島の主、万妖の首領である無掌門は、張殷殷が九尾天狐の弟子だと見抜き、彼女との因縁を明かした。張殷殷は師の名を借りて出ようとしたが、無掌門は九尾天狐と深い関わりがあり、余計な問題を起こさせまいと、彼女を無尽海に閉じ込めた。島には零と無掌門しかいない。夜、張殷殷は物思いにふけりながら零に大切な人がいるかと尋ねたが、精霊である零には理解できなかった。
顧惜晨は吟風に会い、一緒に来てほしいと願った。しかし、仙識を開いた吟風は過去を忘れるように告げ、天書第一巻の仙術を与えて彼女と別れた。
無尽海で青衣が冥氷獄に閉じ込められ、仮省を強いられていると聞いた張殷殷は憤慨し、零を通して無掌門に戦いを挑んだ。勝てば青衣を連れて無尽海を出るという条件で。
無掌門は張殷殷の挑戦を受け入れた。彼女の仲間が無尽海に侵入し、騒ぎを起こしていたため、彼らを島に残す口実にしたかったのだ。張殷殷は剣を抜いて無掌門の仮面を割ろうとしたが、軽くあしらわれ、冥氷獄に落とされた。
冥氷獄で、張殷殷は青衣が紀若塵らしき人形に話しかけているのを見つけた。青衣は張殷殷を見て喜び、人形に「キスして」と言った。紀若塵が人形にされていることに怒った張殷殷は青衣と喧嘩を始めた。青衣はなぜ自分が紀若塵と親しくしてはいけないのか理解できなかった。
二人の喧嘩は、無掌門の前に連れて行かれることで終わった。青衣はなぜ紀若塵は一人だけのものなのかと無掌門に訴えた。零でさえ張殷殷の味方につき、紀若塵は張殷殷の恋人だと説明した。周りの者が張殷殷に感化されているのを見た無掌門は、彼女を無尽海から出すことにした。

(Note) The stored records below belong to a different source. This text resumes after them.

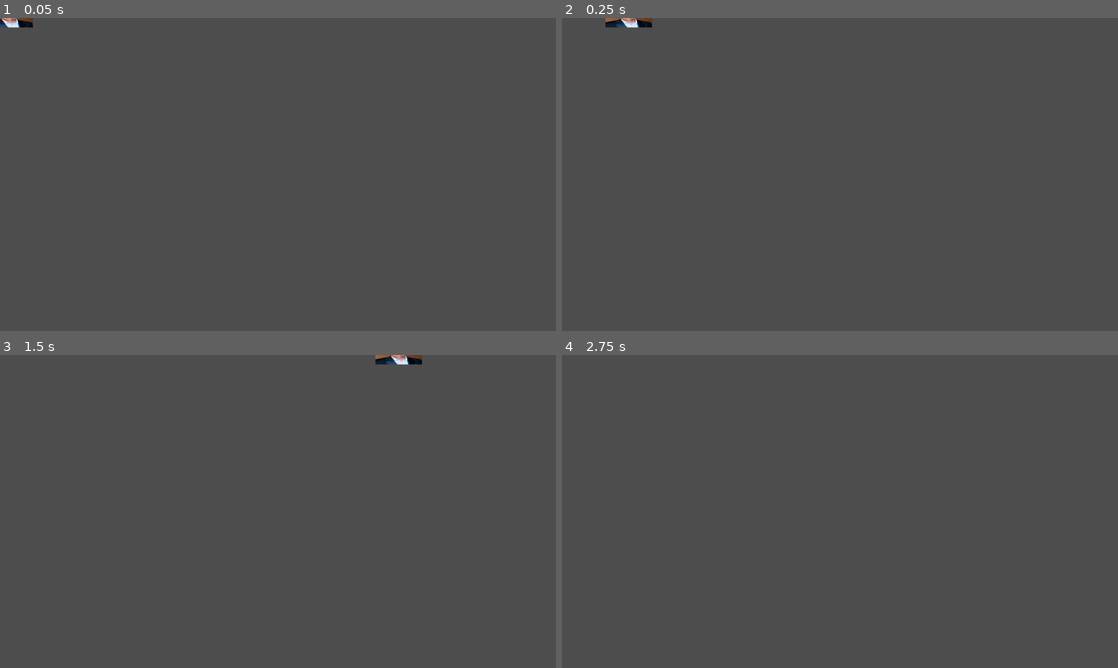
Above: before the commit, frames 1-4 (two rows, left to right).
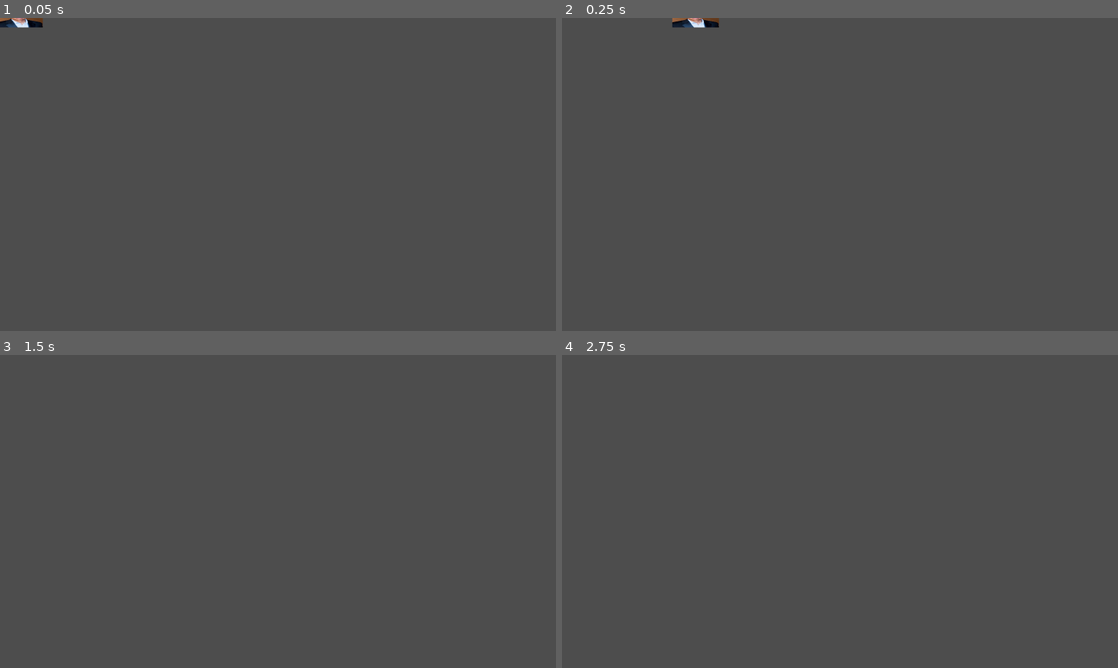
Above: after the commit, the same moments.

Repository: LukaBazooka/Mexican-Standoff
Game: Godot game, scene res://bullet.tscn
Same seed, same stepped clock (60 frames per second), same inputs: the game is played once before the commit and once after it. This scene is started directly instead of the project's main scene.
Inputs:
- Up to frame 1 (0.05 s): no input
- Up to frame 2 (0.25 s): no input
- Up to frame 3 (1.5 s): tap Enter (right_player_reload) at 0.5 s; hold Right (right_player_block) 0.53-1.28 s; tap 0 at 0.6 s; tap 4 at 0.8, 1.35 s; hold S (left_player_down) from 1.28 s (still down)
- Up to frame 4 (2.75 s): tap 5 at 1.55, 2.1 s; tap Space at 2 s; release S (left_player_down) at 2.03 s; hold Right (right_player_block) from 2.03 s (still down); tap 3 at 2.3 s

The runs differ from the first frame. In frame 1, 0.2% of the frame differs, in the area x 0-8%, y 0-4%; in frame 2, 0.5%, in the area x 7-29%, y 0-4%; in frame 3, 0.3%; in frame 4, nothing differs.

Commit message:
implemented blocking and bullet collision for body lp

Diff:
--- a/Duel.gd
+++ b/Duel.gd
@@ -15,11 +15,23 @@
 [0, 0]: [NO_DMG, NO_DMG],[1, 0]: [NO_DMG, NO_DMG], [2, 0]: [NO_DMG, NO_DMG], [3, 0]: [NO_DMG, NO_DMG], [4, 0]: [NO_DMG, HEAD_SHOT], [5, 0]: [NO_DMG, BODY_SHOT], [6, 0]: [NO_DMG, LEG_SHOT], #No actoin
 [0, 1]: [NO_DMG, NO_DMG], [1, 1]: [NO_DMG, NO_DMG], [2, 1]: [NO_DMG, NO_DMG], [3, 1]: [NO_DMG, NO_DMG], [4, 1]: [NO_DMG, HEAD_SHOT], [5, 1]: [NO_DMG, BODY_SHOT], [6, 1]: [NO_DMG, LEG_SHOT], #Reload
 [0, 2]: [NO_DMG, NO_DMG],[1, 2]: [NO_DMG, NO_DMG], [2, 2]: [NO_DMG, NO_DMG], [3, 2]: [NO_DMG, NO_DMG], [4, 2]: [NO_DMG, NO_DMG], [5, 2]: [NO_DMG, BODY_SHOT], [6, 2]: [NO_DMG, NO_DMG], #legs bloc
-[0, 3]: [NO_DMG, NO_DMG], [1, 3]: [NO_DMG, NO_DMG], [2, 3]: [NO_DMG, NO_DMG], [3, 3]: [NO_DMG, NO_DMG], [4, 3]: [NO_DMG, NO_DMG], [5, 3]: [NO_DMG, NO_DMG], [6, 2]: [NO_DMG, LEG_SHOT], #Block upper
+[0, 3]: [NO_DMG, NO_DMG], [1, 3]: [NO_DMG, NO_DMG], [2, 3]: [NO_DMG, NO_DMG], [3, 3]: [NO_DMG, NO_DMG], [4, 3]: [NO_DMG, NO_DMG], [5, 3]: [NO_DMG, NO_DMG], [6, 3]: [NO_DMG, LEG_SHOT], #Block upper
 [0, 4]: [HEAD_SHOT, NO_DMG],[1, 4]: [HEAD_SHOT, NO_DMG], [2, 4]: [NO_DMG, NO_DMG], [3, 4]: [NO_DMG, NO_DMG], [4, 4]: [NO_DMG, NO_DMG], [5, 4]: [HEAD_SHOT, BODY_SHOT], [6, 4]: [HEAD_SHOT, LEG_SHOT], #headshot
 [0, 5]: [BODY_SHOT, NO_DMG], [1, 5]: [BODY_SHOT, NO_DMG], [2, 5]: [BODY_SHOT, NO_DMG], [3, 5]: [NO_DMG, NO_DMG], [4, 5]: [BODY_SHOT, HEAD_SHOT], [5, 5]: [BODY_SHOT, BODY_SHOT], [6, 5]: [BODY_SHOT, LEG_SHOT], #Bodyshot
 [0, 6]: [LEG_SHOT, NO_DMG], [1, 6]: [LEG_SHOT, NO_DMG], [2, 6]: [NO_DMG, NO_DMG], [3, 6]: [LEG_SHOT, NO_DMG], [4, 6]: [LEG_SHOT, HEAD_SHOT], [5, 6]: [LEG_SHOT, BODY_SHOT], [6, 6]: [LEG_SHOT, LEG_SHOT] #leg shot
 }
+"""
+action states
+0 = nothing
+1 = reload
+2 = upper block
+3 = lower block
+4 = headshot
+5 = bodyshot
+6 = legshot
+
+"""
+
 
 
 var lp_state = 0
@@ -97,12 +109,16 @@
 	lp_state = data
 	if actively_handle_state:
 		handle_state()
+		if data == 2 or data == 3:
+			emit_signal("lp_block_state", data)
 
 
 func _on_right_player_pass_up_r(data):
 	rp_state = data
 	if actively_handle_state:
 		handle_state()
+		if data == 2 or data == 3:
+			emit_signal("rp_block_state", data)
 
 
 func _on_state_timer_timeout():
@@ -112,6 +128,16 @@
 
 	if lp_state == 4 and rp_state == 4:
 		emit_signal("collision")
+	if state_arr[0] == HEAD_SHOT:
+		emit_signal("lp_headshot")
+
+	if state_arr[1] == HEAD_SHOT:
+		emit_signal("rp_headshot")
+
 
 
 signal collision
+signal lp_block_state
+signal lp_headshot
+signal rp_block_state
+signal rp_headshot
--- a/Duel.tscn
+++ b/Duel.tscn
@@ -236,6 +236,9 @@
 "speed": 12.0
 }]
 
+[sub_resource type="RectangleShape2D" id="RectangleShape2D_11blt"]
+size = Vector2(201.5, 128.5)
+
 [sub_resource type="LabelSettings" id="LabelSettings_skm0t"]
 font = ExtResource("50_dq8qp")
 font_size = 50
@@ -293,7 +296,7 @@
 position = Vector2(2, 402)
 
 [node name="gunpoint" type="Marker2D" parent="LeftPlayer"]
-position = Vector2(391, 298)
+position = Vector2(391, 300)
 
 [node name="charactersprite" type="AnimatedSprite2D" parent="LeftPlayer"]
 position = Vector2(248, 297)
@@ -301,6 +304,14 @@
 sprite_frames = SubResource("SpriteFrames_eehnx")
 animation = &"draw"
 autoplay = "idle"
+
+[node name="Node2D" type="Node2D" parent="LeftPlayer"]
+
+[node name="body_collisoion" type="Area2D" parent="LeftPlayer/Node2D"]
+
+[node name="CollisionShape2D" type="CollisionShape2D" parent="LeftPlayer/Node2D/body_collisoion"]
+position = Vector2(177, 311)
+shape = SubResource("RectangleShape2D_11blt")
 
 [node name="RightPlayer" parent="." instance=ExtResource("2_ow1s3")]
 position = Vector2(746, 417)
@@ -455,10 +466,12 @@
 frame_progress = 0.603793
 
 [connection signal="collision" from="." to="RightPlayer" method="_on_node_2d_collision"]
+[connection signal="lp_block_state" from="." to="LeftPlayer" method="_on_node_2d_lp_block_state"]
 [connection signal="timeout" from="Rest_Timer" to="." method="_on_rest_timer_timeout"]
 [connection signal="timeout" from="DuelTimer" to="." method="_on_duel_timer_timeout"]
 [connection signal="timeout" from="StateTimer" to="." method="_on_state_timer_timeout"]
 [connection signal="pass_up_l" from="LeftPlayer" to="." method="_on_left_player_pass_up_l"]
 [connection signal="animation_finished" from="LeftPlayer/charactersprite" to="LeftPlayer" method="_on_charactersprite_animation_finished"]
+[connection signal="area_entered" from="LeftPlayer/Node2D/body_collisoion" to="LeftPlayer" method="_on_body_collisoion_bullet_entered"]
 [connection signal="pass_up_r" from="RightPlayer" to="." method="_on_right_player_pass_up_r"]
 [connection signal="animation_finished" from="RightPlayer/charactersprite" to="LeftPlayer" method="_on_charactersprite_animation_finished"]
--- a/LP_Duel.gd
+++ b/LP_Duel.gd
@@ -10,25 +10,27 @@
 const BULLET_DOWN = 1
 #Key0 == draw, key4 == shoot
 var head_sequence = [KEY_0, KEY_1, KEY_4]
-var body_sequence = [KEY_0, KEY_2, KEY_4]
+var body_sequence = [KEY_0, KEY_4]
 var leg_sequence = [KEY_0, KEY_3, KEY_4]
 
 #key5 == block
-var block_sequence = [KEY_5, KEY_1]
-var block_legs_sequence = [KEY_5, KEY_3]
+var block_sequence = [KEY_5]
+var block_legs_sequence = [KEY_3, KEY_5]
 var input_buffer = []
 var duel = false
+var body_blocked = false
 
 #Player counters
 var ammo = 5
 var health = 100
+var random_y
+var random_spin
 
 var countdown_value = 3
 
 func _ready():
 	pass
-	#health = 100
-	#healthbar.init_health(health)
+
 
 func _rest_timeout():
 	duel = true
@@ -76,11 +78,11 @@
 	input_buffer.append(key)
 	if duel:
 		if input_buffer == block_legs_sequence:
-			emit_signal("pass_up_l", 2)
+			emit_signal("pass_up_l", 3)
 			duel = false
 
 		elif input_buffer == block_sequence:
-			emit_signal("pass_up_l", 3)
+			emit_signal("pass_up_l", 2)
 			duel = false
 
 		elif input_buffer == head_sequence:
@@ -114,6 +116,33 @@
 		var bullet_instance = bullet_scene.instantiate()
 		bullet_instance.position = $gunpoint.position
 		add_child(bullet_instance)
-		get_child(2).get_child(1).set_disabled(false)
+		get_child(3).get_child(1).set_disabled(false)
 		bullet_instance.linear_velocity.y = 200 * direction
 		ammo -= 1
+
+
+func rebound(obj):
+	randomize()
+	random_y = randi_range(-700, 700)
+	random_spin = randi_range(-100, 100)
+	obj.linear_velocity.x *= -1
+	obj.linear_velocity.y += random_y
+	obj.angular_velocity = random_spin
+
+
+func body_blocking():
+	body_blocked = true
+
+
+func _on_body_collisoion_bullet_entered(area):
+	if body_blocked:
+		rebound(area.get_parent())
+	else:
+		area.get_parent().queue_free()
+		body_blocked = false
+
+
+
+func _on_node_2d_lp_block_state(data):
+	if data == 2:
+		body_blocked = true
--- a/RP_Duel.gd
+++ b/RP_Duel.gd
@@ -12,15 +12,16 @@
 const BULLET_DOWN = 1
 #Key0 == draw, key4 == shoot
 var head_sequence = [KEY_0, KEY_1, KEY_4]
-var body_sequence = [KEY_0, KEY_2, KEY_4]
+var body_sequence = [KEY_0, KEY_4]
 var leg_sequence = [KEY_0, KEY_3, KEY_4]
 
 #key5 == block
-var block_sequence = [KEY_5, KEY_1]
-var block_legs_sequence = [KEY_5, KEY_3]
+var block_sequence = [KEY_5]
+var block_legs_sequence = [KEY_3, KEY_5]
 var input_buffer = []
 var ammo = 5
 var duel = false
+var random_y
 
 var countdown_value = 3
 # Called when the node enters the scene tree for the first time.
@@ -32,6 +33,7 @@
 	input_buffer.clear()
 
 
+
 func _duel_timeout():
 	duel = false
 	emit_signal("pass_up_r", 0)
@@ -40,7 +42,6 @@
 
 # Called every frame. 'delta' is the elapsed time since the previous frame.
 func _process(delta):
-	$"../PlayerGUI/RightPlayerGUI/VBoxContainer/AmmoLabel/AmmoValue".text = str(ammo)
 	if duel:
 		if Input.is_action_just_pressed("right_player_draw"):
 			handle_input(KEY_0)
@@ -67,12 +68,12 @@
 	input_buffer.append(key)
 	if duel:
 		if input_buffer == block_legs_sequence:
-			emit_signal("pass_up_r", 2)
+			emit_signal("pass_up_r", 3)
 			duel = false
 
 
 		elif input_buffer == block_sequence:
-			emit_signal("pass_up_r", 3)
+			emit_signal("pass_up_r", 2)
 			duel = false
 
 
@@ -105,10 +106,10 @@
 		bullet_instance.position = $gunpoint.position
 		add_child(bullet_instance)
 		bullet_instance.linear_velocity.x *= -1
-		bullet_instance.linear_velocity.y = 200 * direction
+		bullet_instance.linear_velocity.y = 150 * direction
 		ammo -= 1
 
 
-
+#in double headshot scenario
 func _on_node_2d_collision():
-	get_child(2).get_child(1).set_disabled(false)
+	get_child(3).get_child(1).set_disabled(false)
--- a/RigidBody2D.gd
+++ b/RigidBody2D.gd
@@ -2,7 +2,7 @@
 
 
 
-var speed = 1000
+var speed = 2000
 
 
 
--- a/bullet.tscn
+++ b/bullet.tscn
@@ -1,10 +1,13 @@
-[gd_scene load_steps=4 format=3 uid="uid://b3oyayjcuetox"]
+[gd_scene load_steps=5 format=3 uid="uid://b3oyayjcuetox"]
 
 [ext_resource type="Script" path="res://RigidBody2D.gd" id="1_umyy5"]
 [ext_resource type="Texture2D" uid="uid://desiqwp4kisau" path="res://assets/images/tayzonday.jpg" id="2_xwfrh"]
 
 [sub_resource type="RectangleShape2D" id="RectangleShape2D_y12ho"]
 size = Vector2(50, 50)
+
+[sub_resource type="RectangleShape2D" id="RectangleShape2D_o5mb5"]
+size = Vector2(48, 48)
 
 [node name="bullet" type="RigidBody2D"]
 mass = 100.0
@@ -23,4 +26,9 @@
 wait_time = 1.5
 autostart = true
 
+[node name="Area2D" type="Area2D" parent="."]
+
+[node name="CollisionShape2D" type="CollisionShape2D" parent="Area2D"]
+shape = SubResource("RectangleShape2D_o5mb5")
+
 [connection signal="timeout" from="BulletTimer" to="." method="_on_bullet_timer_timeout"]
Not shown: 1 places in Duel.tscn that only renumber resources

紀若塵は張殷殷を迎えに行く準備をしていた。紫微師尊に別れを告げると、神州気運図が近いことを教えられた。紀若塵は花娘から受け取ったものがそれだと気づき、自分が谪仙の身代わりであることを告白し、謝罪した。紫微はそれを承知しており、西玄の危機を救うために残るよう頼んだ。
第11話の感想
第11話は、登場人物たちの複雑な感情とそれぞれの思惑が交錯する、波乱に満ちた展開でした。特に印象的なのは、張殷殷の真っ直ぐな愛情と、青衣の歪んだ愛情の対比です。紀若塵への一途な想いを抱く張殷殷は、青衣の紀若塵人形への執著に怒りを露わにします。青衣は孤独な環境で育ったがゆえに、愛情表現が未熟で、それが張殷殷との衝突に繋がってしまうのが切ないです。
また、吟風と顧惜晨の別れも胸を締め付けられます。仙識を開いた吟風は、顧惜晨への情を断ち切り、過去を忘れるよう告げます。彼の冷たい態度は、仙道に進むための決意の表れなのでしょうが、顧惜晨にとっては受け入れがたいものでしょう。二人の間にあった温かい思い出が、より一層悲劇性を際立たせています。